I will post more pictures as the project progresses.


----------



## Jim F

*Drawing for new bath tie in*

This is the proposed tie in for the bathtub that is replacing the old shower which had a drain centered toward the opposite wall. Theis is the original position of the p-trap for the washer drain. It seems a little far away and I'm wondering why they put it there but it has always worked. 

I'm also wondering about things such the location of the new bath p-trap in relation to the tee, the positioning of the new tee, the posiition of the two p-traps to each other. My local plumber tells me that the 5 foot rule covers the position of the vent relative to all this (keep in mind that this is not to scale). 

I would appreciate any input.


----------



## oh'mike

Jim----You are missing a vent for the tub,also the vanity sink is not vented--

If you don't get a vent in closer to the tub P-trap you may end up with a slow drain--Mike--


----------



## Jim F

The vanity drains into the main vent so I guess the is supposed to double as the sink vent (wet vent?). The bottom picture above sort of shows this. Everything is as the builders installed it except the t for the bath. That one vent is supposed to work for all four fixtures. The top picture above shows where the shower drain used to come back and t in. The tape over the end is where I cut the shower p-trap. The bath will actually have a shorter run to the vent than the shower had. I intend to have it inspected for safety. I'm thinking I should .get my plumber out to check it out in the dry fit stage. I will try to post some pictures after I dry fit if I can get some good ones in the crawl space. I find it's difficult enough to take pictures that show any kind of perspective in the 5x8 bathroom space.


----------



## oh'mike

Jim--I sure do understand about photographing a bathroom.
Two weeks ago I finished up a bathroom,easily the smallest I've ever done--4x7 1/2 feet.

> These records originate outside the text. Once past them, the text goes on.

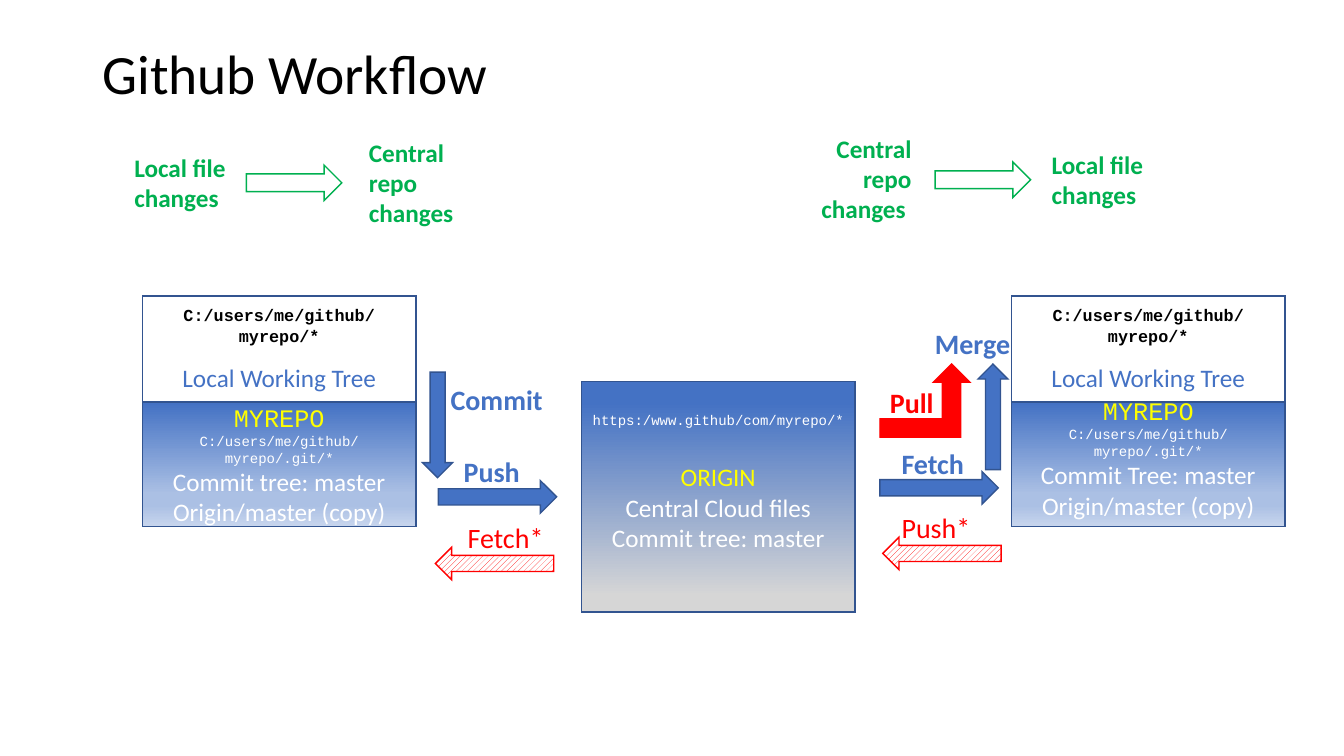
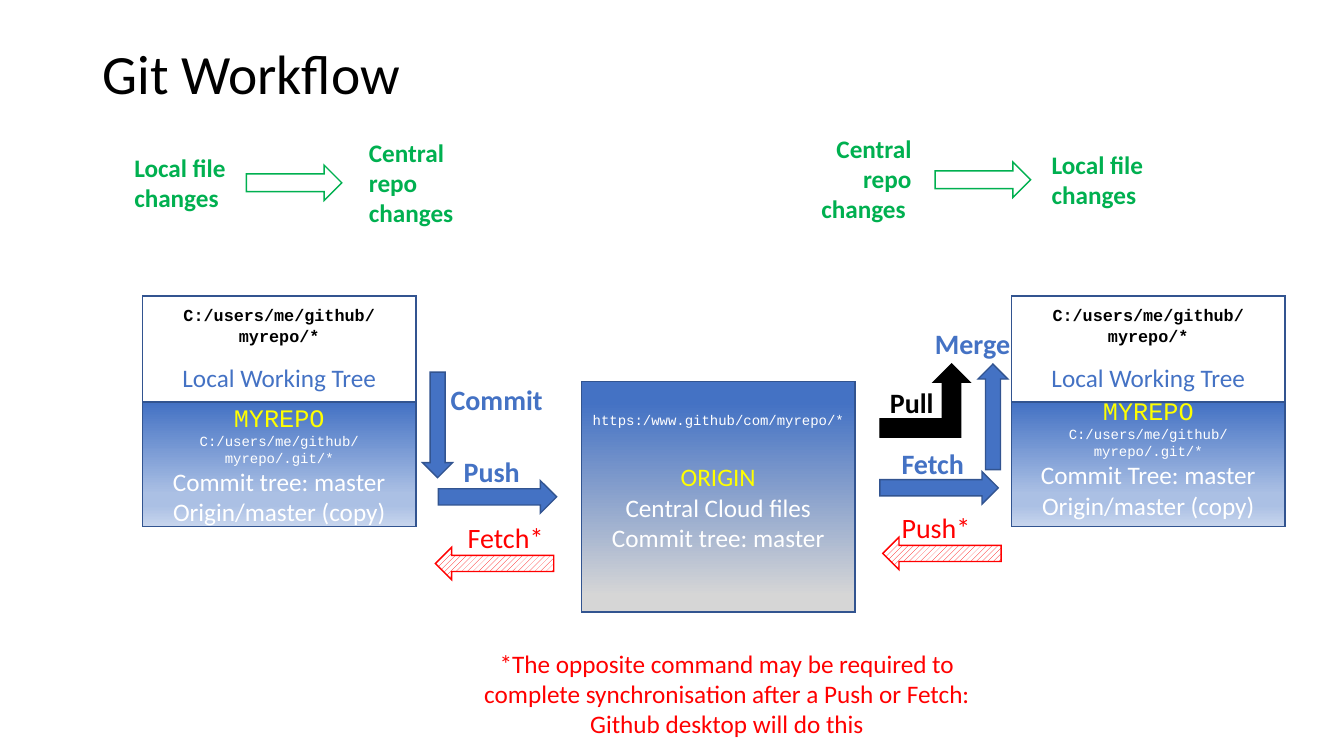
Before and after one commit to tomcl/HowToUseGitTJWC, a slide deck: slide 1 of Github workflow.pptx. Drawn at 1344x756 pixels with LibreOffice and Linux fonts; fonts in the diff are those of the drawing. Boxes give left, top, right and bottom in pixels: in the first picture for what was removed or moved away, otherwise in the second. Text is boxed around its words. In the diff, an @@ line names an element or a change of style, - is before the commit and + after.

```diff
--- a/Github workflow.pptx
+++ b/Github workflow.pptx
@@ title at bbox=[102, 55, 400, 95]: text changed @@
-Github Workflow
+Git Workflow
@@ text "Pull" at bbox=[890, 393, 934, 420]: text colour #FF0000 to #000000 @@
@@ bent up arrow at bbox=[880, 364, 970, 438]: fill #FF0000 to #000000; outline #FF0000 1 pt to #000000 1 pt @@
@@ text added at bbox=[484, 655, 969, 737], 18 pt, text #FF0000 @@
+*The opposite command may be required to complete synchronisation after a Push or Fetch: Github desktop will do this
```
Also in this commit, not shown: 1 other file.

shower,toilet and tub--I wanted a picture of it ,I thought the tile looked nice--couldn't do it.

Good Idea to have your plumber check out the drains and vent--it's difficult to offer useful advice without actually seeing the site.

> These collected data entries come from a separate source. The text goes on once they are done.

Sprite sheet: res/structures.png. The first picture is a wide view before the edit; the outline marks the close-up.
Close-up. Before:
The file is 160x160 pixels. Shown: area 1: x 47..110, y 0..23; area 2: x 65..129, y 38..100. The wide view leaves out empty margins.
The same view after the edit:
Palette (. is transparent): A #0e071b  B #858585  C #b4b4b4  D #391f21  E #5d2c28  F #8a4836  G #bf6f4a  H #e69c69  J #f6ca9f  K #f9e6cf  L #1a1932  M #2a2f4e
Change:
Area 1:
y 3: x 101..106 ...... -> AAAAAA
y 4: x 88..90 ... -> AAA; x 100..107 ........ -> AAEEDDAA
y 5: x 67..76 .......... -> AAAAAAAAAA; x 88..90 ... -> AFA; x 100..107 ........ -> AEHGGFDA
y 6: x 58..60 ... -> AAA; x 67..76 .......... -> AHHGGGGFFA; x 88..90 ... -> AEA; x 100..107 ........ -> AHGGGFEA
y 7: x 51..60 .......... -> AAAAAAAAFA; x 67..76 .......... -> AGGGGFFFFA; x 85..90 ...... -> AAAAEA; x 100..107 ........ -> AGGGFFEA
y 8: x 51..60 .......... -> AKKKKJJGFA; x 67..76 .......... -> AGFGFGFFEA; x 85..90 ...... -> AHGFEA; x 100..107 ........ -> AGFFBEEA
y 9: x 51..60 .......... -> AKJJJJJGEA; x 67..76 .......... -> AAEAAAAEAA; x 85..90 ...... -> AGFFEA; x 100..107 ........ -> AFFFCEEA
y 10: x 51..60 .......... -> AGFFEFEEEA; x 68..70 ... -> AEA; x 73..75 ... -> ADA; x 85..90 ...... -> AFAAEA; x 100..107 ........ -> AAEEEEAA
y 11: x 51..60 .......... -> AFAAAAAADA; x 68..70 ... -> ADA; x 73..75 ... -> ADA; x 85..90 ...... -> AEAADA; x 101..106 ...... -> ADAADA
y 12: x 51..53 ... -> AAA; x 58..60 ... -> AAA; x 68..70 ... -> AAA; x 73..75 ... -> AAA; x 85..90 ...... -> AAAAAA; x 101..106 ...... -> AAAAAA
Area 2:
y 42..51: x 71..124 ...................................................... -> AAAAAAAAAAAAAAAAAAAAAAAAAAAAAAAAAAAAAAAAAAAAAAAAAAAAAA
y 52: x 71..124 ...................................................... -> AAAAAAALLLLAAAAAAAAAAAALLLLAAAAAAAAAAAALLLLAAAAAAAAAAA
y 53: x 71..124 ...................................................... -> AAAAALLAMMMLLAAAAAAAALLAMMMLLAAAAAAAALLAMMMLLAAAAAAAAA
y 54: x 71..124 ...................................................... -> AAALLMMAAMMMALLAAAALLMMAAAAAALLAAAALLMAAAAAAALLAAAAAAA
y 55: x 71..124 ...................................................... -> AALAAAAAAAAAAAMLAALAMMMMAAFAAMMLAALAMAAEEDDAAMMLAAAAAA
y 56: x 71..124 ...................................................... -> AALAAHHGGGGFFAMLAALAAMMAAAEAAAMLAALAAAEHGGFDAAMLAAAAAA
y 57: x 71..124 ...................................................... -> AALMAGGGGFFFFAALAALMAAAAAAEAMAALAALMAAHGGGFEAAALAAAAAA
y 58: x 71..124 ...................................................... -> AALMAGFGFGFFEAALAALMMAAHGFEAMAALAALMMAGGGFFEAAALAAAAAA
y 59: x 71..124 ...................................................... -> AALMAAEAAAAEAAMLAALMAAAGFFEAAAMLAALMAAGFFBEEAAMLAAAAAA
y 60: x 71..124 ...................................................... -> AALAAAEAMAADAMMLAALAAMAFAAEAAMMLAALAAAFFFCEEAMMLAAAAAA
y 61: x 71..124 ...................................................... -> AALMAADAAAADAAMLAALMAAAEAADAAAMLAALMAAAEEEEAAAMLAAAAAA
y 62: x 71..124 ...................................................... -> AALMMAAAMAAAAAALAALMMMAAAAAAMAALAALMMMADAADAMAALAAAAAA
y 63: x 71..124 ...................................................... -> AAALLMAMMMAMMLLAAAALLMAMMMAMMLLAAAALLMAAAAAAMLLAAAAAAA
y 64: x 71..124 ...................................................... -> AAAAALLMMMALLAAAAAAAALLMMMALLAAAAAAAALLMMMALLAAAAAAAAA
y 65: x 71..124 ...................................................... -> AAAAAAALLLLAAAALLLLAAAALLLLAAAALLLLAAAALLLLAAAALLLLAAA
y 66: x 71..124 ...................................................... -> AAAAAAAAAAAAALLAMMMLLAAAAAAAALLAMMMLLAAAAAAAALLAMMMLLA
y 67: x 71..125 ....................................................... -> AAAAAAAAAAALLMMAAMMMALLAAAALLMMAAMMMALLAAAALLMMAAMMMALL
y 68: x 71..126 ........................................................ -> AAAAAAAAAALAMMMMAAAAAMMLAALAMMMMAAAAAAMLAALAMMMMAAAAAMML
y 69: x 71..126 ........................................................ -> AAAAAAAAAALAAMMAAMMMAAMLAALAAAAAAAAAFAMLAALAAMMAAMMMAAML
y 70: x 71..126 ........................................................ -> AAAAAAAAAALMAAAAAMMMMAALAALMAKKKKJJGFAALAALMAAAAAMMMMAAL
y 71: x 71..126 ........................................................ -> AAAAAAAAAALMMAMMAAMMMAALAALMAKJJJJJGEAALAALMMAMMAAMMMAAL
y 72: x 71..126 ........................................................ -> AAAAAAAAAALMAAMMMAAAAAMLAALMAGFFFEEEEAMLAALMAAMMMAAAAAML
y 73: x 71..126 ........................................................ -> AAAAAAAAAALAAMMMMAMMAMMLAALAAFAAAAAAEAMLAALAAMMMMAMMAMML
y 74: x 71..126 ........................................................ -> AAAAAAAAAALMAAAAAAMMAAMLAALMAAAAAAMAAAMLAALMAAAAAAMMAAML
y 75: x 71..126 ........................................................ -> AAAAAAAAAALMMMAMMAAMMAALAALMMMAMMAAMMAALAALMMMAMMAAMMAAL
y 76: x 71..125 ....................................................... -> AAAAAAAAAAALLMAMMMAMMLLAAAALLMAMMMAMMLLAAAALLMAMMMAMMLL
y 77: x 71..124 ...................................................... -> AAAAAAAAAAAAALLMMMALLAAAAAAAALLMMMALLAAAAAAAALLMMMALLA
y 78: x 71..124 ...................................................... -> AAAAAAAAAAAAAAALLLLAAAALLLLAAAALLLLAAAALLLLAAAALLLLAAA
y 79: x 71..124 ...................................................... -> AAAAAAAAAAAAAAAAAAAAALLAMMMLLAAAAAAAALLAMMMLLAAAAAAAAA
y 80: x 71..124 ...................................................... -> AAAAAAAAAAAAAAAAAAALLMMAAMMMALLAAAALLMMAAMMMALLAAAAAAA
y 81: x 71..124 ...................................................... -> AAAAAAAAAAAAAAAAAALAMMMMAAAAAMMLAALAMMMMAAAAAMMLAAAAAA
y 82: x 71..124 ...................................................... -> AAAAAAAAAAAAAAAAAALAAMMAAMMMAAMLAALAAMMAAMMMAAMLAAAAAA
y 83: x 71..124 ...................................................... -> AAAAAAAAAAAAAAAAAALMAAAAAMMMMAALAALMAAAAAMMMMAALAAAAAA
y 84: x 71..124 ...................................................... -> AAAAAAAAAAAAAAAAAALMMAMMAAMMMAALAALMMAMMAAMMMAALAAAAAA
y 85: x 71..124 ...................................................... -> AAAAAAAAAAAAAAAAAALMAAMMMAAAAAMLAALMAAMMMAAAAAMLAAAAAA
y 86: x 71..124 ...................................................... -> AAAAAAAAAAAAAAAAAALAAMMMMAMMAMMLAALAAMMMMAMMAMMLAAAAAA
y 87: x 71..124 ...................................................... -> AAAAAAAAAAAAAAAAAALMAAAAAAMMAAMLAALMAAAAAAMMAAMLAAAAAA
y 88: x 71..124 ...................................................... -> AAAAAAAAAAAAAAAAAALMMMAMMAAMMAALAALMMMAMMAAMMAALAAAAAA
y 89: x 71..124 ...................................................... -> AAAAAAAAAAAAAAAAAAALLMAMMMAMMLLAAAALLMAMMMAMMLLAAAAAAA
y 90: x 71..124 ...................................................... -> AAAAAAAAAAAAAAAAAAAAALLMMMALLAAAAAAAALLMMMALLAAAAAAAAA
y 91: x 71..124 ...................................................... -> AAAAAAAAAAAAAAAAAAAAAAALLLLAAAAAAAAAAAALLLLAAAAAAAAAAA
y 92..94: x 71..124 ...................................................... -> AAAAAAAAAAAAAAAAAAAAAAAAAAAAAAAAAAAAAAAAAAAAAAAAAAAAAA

It looks to me that you are doing a fine job in a difficult room--that cobbled up back wall adds a challenge.---Mike---


----------



## Gary in WA

Just a side thought... Is it possible to remove/replace the bathroom door so it swings away from the bathroom instead of into it? Or would cause more problems?

The sistering isn't doing much if they are cut into pieces or partway through without replacing the air gap with solid wood....

Be safe, Gary


----------



## Jim F

*Sort of dry fitted drains*

Here is what I've got so far with the dry fitting. The washer drain comes in from the right and I plan to tie that in with a wye where it is intersecting the bath drain. I took a 1 1/2 inch piece out of where the bath and laundry drain drop into the main. There was no drop whatsoever before. It just went horizontal across the bottom of the joists until it dropped into the main. 

Everything from the bathroom and the laundry drain across the hall is served by that one main vent. I don't think this is legal. My plumber tells me that some guys take liberties with the five foot rule. I don't know how the contractor that originally built this addition in 1990 got this by inspection or if he even had it inspected. 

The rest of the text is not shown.